Below are some records. Return exactly the lines from the one with "PEG_FLAT = 1.47" to the one with "SHELF_BACK, SHELF_Z, HEIGHT)", and nothing else.

══ Recorded information ══

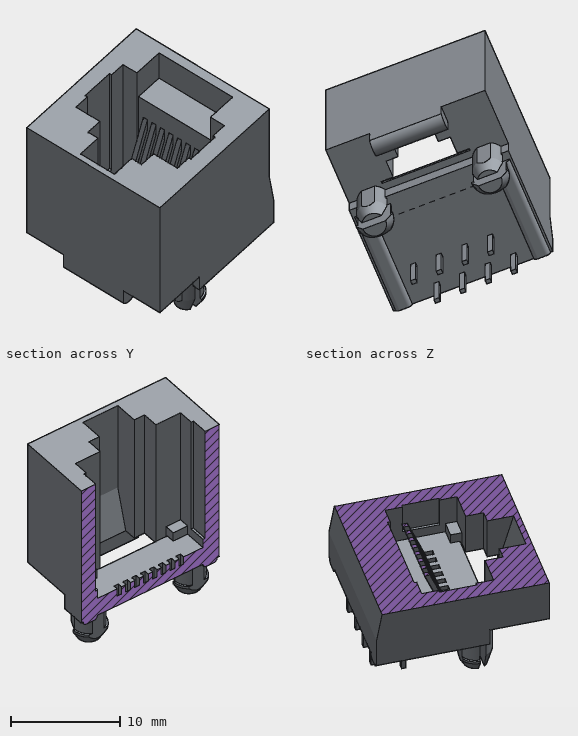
import cadquery as cq
import math

HEIGHT = 19.81
WIDTH = 15.75
DEPTH = 16.5

BODY_BOTTOM = 3.86
FRONT_BOTTOM = 5.57
STEP_Y = 5.7
BACK_UPPER_Y = 15.87
BACK_RAMP_LOW = 6.91
BACK_RAMP_HIGH = 10.6

FOOT_WIDTH = 7.1
FOOT_DEPTH = 1.66
FOOT_BOTTOM = 3.43
FOOT_ROUND = 0.48

CAVITY_FLOOR = 5.95
PLUG_WIDTH = 11.99
PLUG_FRONT = 4.83
PLUG_BACK = 11.65
GROOVE_WIDTH = 12.48
GROOVE_FRONT = 6.48
GROOVE_BACK = 10.0
GROOVE_FLOOR = 6.93
SHELF_Z = 16.4
SHELF_FRONT = 11.89
SHELF_BACK = 14.85
SHELF_WIDTH = 8.7
FLOOR_FRONT = 5.01
STOP_BACK = 5.92
STOP_TOP = 6.93

LATCH_WIDTH = 6.34
LATCH_SHOULDER = 3.11
KEY_WIDTH = 3.98
KEY_FRONT = 0.6
KEY_RAMP_BACK = 1.8
KEY_RAMP_TOP = 9.9

CONTACT_COUNT = 8
CONTACT_PITCH = 1.01
CONTACT_SIZE = 0.5
CONTACT_TOP = 13.99
CONTACT_TIP_Y = 7.79
CONTACT_TIP_Z = 3.95
CONTACT_RUN = SHELF_FRONT - CONTACT_TIP_Y
CONTACT_DROP = CONTACT_TOP - CONTACT_TIP_Z
CONTACT_FLOOR_Y = CONTACT_TIP_Y + (CAVITY_FLOOR - CONTACT_TIP_Z) * CONTACT_RUN / CONTACT_DROP

PIN_PITCH = 1.27
PIN_WIDTH = 0.5
PIN_THICKNESS = 0.4
PIN_ROWS = (13.0, 15.53)

PEG_SPACING = 11.43
PEG_Y = 6.48
PEG_BOTTOM = 0.24
PEG_RADIUS = 1.6
PEG_FLAT = 1.47
FRONT_SPLIT_Y = 5.88
FRONT_TAPER_TOP = 1.98
REAR_SPLIT_Y = 6.5
BARB_RADIUS = 1.8
BARB_TOP = 1.66
BARB_BASE = 1.4
PEG_TIP_RADIUS = 1.13

RAIL_OUTER_X = 7.67
RAIL_WIDTH = 1.66
RAIL_HEIGHT = 0.44
RAIL_OVERLAP = 0.2


def block(width, y_front, y_back, z_low, z_high, x_middle=0):
    """A box centred on x_middle, between the given depths and heights."""
    corner = cq.Vector(x_middle - width / 2, y_front, z_low)
    return cq.Workplane(cq.Solid.makeBox(width, y_back - y_front, z_high - z_low, corner))


def side_profile(points, width, x_middle=0):
    """A (Y, Z) outline extruded along X, centred on x_middle."""
    start = cq.Workplane("YZ", origin=(x_middle - width / 2, 0, 0))
    return start.polyline(points).close().extrude(width)


def centred_places(count, pitch):
    return [(i - (count - 1) / 2) * pitch for i in range(count)]


def housing():
    return side_profile(
        [
            (0, FRONT_BOTTOM),
            (STEP_Y, FRONT_BOTTOM),
            (STEP_Y, BODY_BOTTOM),
            (DEPTH, BODY_BOTTOM),
            (DEPTH, BACK_RAMP_LOW),
            (BACK_UPPER_Y, BACK_RAMP_HIGH),
            (BACK_UPPER_Y, HEIGHT),
            (0, HEIGHT),
        ],
        WIDTH,
    )


def front_foot():
    arch_start = FOOT_BOTTOM + FOOT_ROUND
    return (
        cq.Workplane("YZ", origin=(-FOOT_WIDTH / 2, 0, 0))
        .moveTo(0, FRONT_BOTTOM)
        .lineTo(0, arch_start)
        .threePointArc((FOOT_DEPTH / 2, FOOT_BOTTOM), (FOOT_DEPTH, arch_start))
        .lineTo(FOOT_DEPTH, FRONT_BOTTOM)
        .close()
        .extrude(FOOT_WIDTH)
    )


def plug_cavity():
    plug = block(PLUG_WIDTH, PLUG_FRONT, PLUG_BACK, CAVITY_FLOOR, HEIGHT)
    grooves = block(GROOVE_WIDTH, GROOVE_FRONT, GROOVE_BACK, GROOVE_FLOOR, HEIGHT)
    contact_bay = block(SHELF_WIDTH, PLUG_BACK, SHELF_FRONT, CAVITY_FLOOR, HEIGHT)
    above_shelf = block(SHELF_WIDTH, SHELF_FRONT, SHELF_BACK, SHELF_Z, HEIGHT)
    floor_gap = block(SHELF_WIDTH, PLUG_FRONT, FLOOR_FRONT, FRONT_BOTTOM, CAVITY_FLOOR)
    cavity = plug.union(grooves).union(contact_bay).union(above_shelf).union(floor_gap)

    stop_width = (PLUG_WIDTH - SHELF_WIDTH) / 2
    stop_x = (PLUG_WIDTH + SHELF_WIDTH) / 4
    for side in (-1, 1):
        cavity = cavity.cut(
            block(stop_width, PLUG_FRONT, STOP_BACK, CAVITY_FLOOR, STOP_TOP, side * stop_x)
        )
    return cavity


def latch_opening():
    wide = block(LATCH_WIDTH, LATCH_SHOULDER, PLUG_FRONT, FRONT_BOTTOM, HEIGHT)
    key = side_profile(
        [
            (LATCH_SHOULDER, HEIGHT),
            (KEY_FRONT, HEIGHT),
            (KEY_FRONT, KEY_RAMP_TOP),
            (KEY_RAMP_BACK, FRONT_BOTTOM),
            (LATCH_SHOULDER, FRONT_BOTTOM),
        ],
        KEY_WIDTH,
    )
    return wide.union(key)


def contact_slot(x):
    """Notch in the cavity floor whose sloping side continues the front of a contact."""
    return side_profile(
        [
            (CONTACT_TIP_Y, CONTACT_TIP_Z),
            (CONTACT_TIP_Y, CAVITY_FLOOR),
            (CONTACT_FLOOR_Y, CAVITY_FLOOR),
        ],
        CONTACT_SIZE,
        x,
    )


def contact(x):
    """Square wire that slants down and forward from the shelf wall to the floor."""
    length = math.hypot(CONTACT_RUN, CONTACT_DROP)
    upright_thickness = CONTACT_SIZE * length / CONTACT_RUN
    level_thickness = CONTACT_SIZE * length / CONTACT_DROP
    return side_profile(
        [
            (SHELF_FRONT, CONTACT_TOP),
            (CONTACT_FLOOR_Y, CAVITY_FLOOR),
            (CONTACT_FLOOR_Y + level_thickness, CAVITY_FLOOR),
            (SHELF_FRONT, CONTACT_TOP - upright_thickness),
        ],
        CONTACT_SIZE,
        x,
    )


def solder_pin(index, x):
    y = PIN_ROWS[index % len(PIN_ROWS)]
    half = PIN_THICKNESS / 2
    return block(PIN_WIDTH, y - half, y + half, 0, BODY_BOTTOM, x)


def turned(points, x):
    """A (radius, Z) half-outline revolved about the vertical peg axis at x."""
    return (
        cq.Workplane("XZ")
        .polyline(points)
        .close()
        .revolve(360, (0, 0, 0), (0, 1, 0))
        .translate((x, PEG_Y, 0))
    )


def peg(x):
    """Front half hung from the raised underside, barbed rear half from the lower one."""
    front = turned(
        [
            (0, PEG_BOTTOM),
            (PEG_TIP_RADIUS, PEG_BOTTOM),
            (PEG_RADIUS, FRONT_TAPER_TOP),
            (PEG_RADIUS, FRONT_BOTTOM),
            (0, FRONT_BOTTOM),
        ],
        x,
    )
    front = front.intersect(
        block(2 * PEG_RADIUS, PEG_Y - PEG_FLAT, FRONT_SPLIT_Y, PEG_BOTTOM, FRONT_BOTTOM, x)
    )
    rear = turned(
        [
            (0, PEG_BOTTOM),
            (PEG_TIP_RADIUS, PEG_BOTTOM),
            (BARB_RADIUS, BARB_BASE),
            (BARB_RADIUS, BARB_TOP),
            (PEG_RADIUS, BARB_TOP),
            (PEG_RADIUS, BODY_BOTTOM),
            (0, BODY_BOTTOM),
        ],
        x,
    )
    rear = rear.intersect(
        block(2 * BARB_RADIUS, REAR_SPLIT_Y, PEG_Y + PEG_FLAT, PEG_BOTTOM, BODY_BOTTOM, x)
    )
    return front.union(rear)


def rail(side):
    x_middle = side * (RAIL_OUTER_X - RAIL_WIDTH / 2)
    rail_bottom = BODY_BOTTOM - RAIL_HEIGHT
    rail_top = BODY_BOTTOM + RAIL_OVERLAP
    bar = block(RAIL_WIDTH, REAR_SPLIT_Y, DEPTH, rail_bottom, rail_top, x_middle)
    return bar.edges("|Y and <Z").fillet(RAIL_HEIGHT)


result = housing().union(front_foot()).cut(plug_cavity()).cut(latch_opening())
for x in centred_places(CONTACT_COUNT, CONTACT_PITCH):
    result = result.cut(contact_slot(x)).union(contact(x))
for index, x in enumerate(centred_places(CONTACT_COUNT, PIN_PITCH)):
    result = result.union(solder_pin(index, x))
for side in (-1, 1):
    result = result.union(rail(side)).union(peg(side * PEG_SPACING / 2))

═══

▶ Exercise response
PEG_FLAT = 1.47
FRONT_SPLIT_Y = 5.88
FRONT_TAPER_TOP = 1.98
REAR_SPLIT_Y = 6.5
BARB_RADIUS = 1.8
BARB_TOP = 1.66
BARB_BASE = 1.4
PEG_TIP_RADIUS = 1.13

RAIL_OUTER_X = 7.67
RAIL_WIDTH = 1.66
RAIL_HEIGHT = 0.44
RAIL_OVERLAP = 0.2


def block(width, y_front, y_back, z_low, z_high, x_middle=0):
    """A box centred on x_middle, between the given depths and heights."""
    corner = cq.Vector(x_middle - width / 2, y_front, z_low)
    return cq.Workplane(cq.Solid.makeBox(width, y_back - y_front, z_high - z_low, corner))


def side_profile(points, width, x_middle=0):
    """A (Y, Z) outline extruded along X, centred on x_middle."""
    start = cq.Workplane("YZ", origin=(x_middle - width / 2, 0, 0))
    return start.polyline(points).close().extrude(width)


def centred_places(count, pitch):
    return [(i - (count - 1) / 2) * pitch for i in range(count)]


def housing():
    return side_profile(
        [
            (0, FRONT_BOTTOM),
            (STEP_Y, FRONT_BOTTOM),
            (STEP_Y, BODY_BOTTOM),
            (DEPTH, BODY_BOTTOM),
            (DEPTH, BACK_RAMP_LOW),
            (BACK_UPPER_Y, BACK_RAMP_HIGH),
            (BACK_UPPER_Y, HEIGHT),
            (0, HEIGHT),
        ],
        WIDTH,
    )


def front_foot():
    arch_start = FOOT_BOTTOM + FOOT_ROUND
    return (
        cq.Workplane("YZ", origin=(-FOOT_WIDTH / 2, 0, 0))
        .moveTo(0, FRONT_BOTTOM)
        .lineTo(0, arch_start)
        .threePointArc((FOOT_DEPTH / 2, FOOT_BOTTOM), (FOOT_DEPTH, arch_start))
        .lineTo(FOOT_DEPTH, FRONT_BOTTOM)
        .close()
        .extrude(FOOT_WIDTH)
    )


def plug_cavity():
    plug = block(PLUG_WIDTH, PLUG_FRONT, PLUG_BACK, CAVITY_FLOOR, HEIGHT)
    grooves = block(GROOVE_WIDTH, GROOVE_FRONT, GROOVE_BACK, GROOVE_FLOOR, HEIGHT)
    contact_bay = block(SHELF_WIDTH, PLUG_BACK, SHELF_FRONT, CAVITY_FLOOR, HEIGHT)
    above_shelf = block(SHELF_WIDTH, SHELF_FRONT, SHELF_BACK, SHELF_Z, HEIGHT)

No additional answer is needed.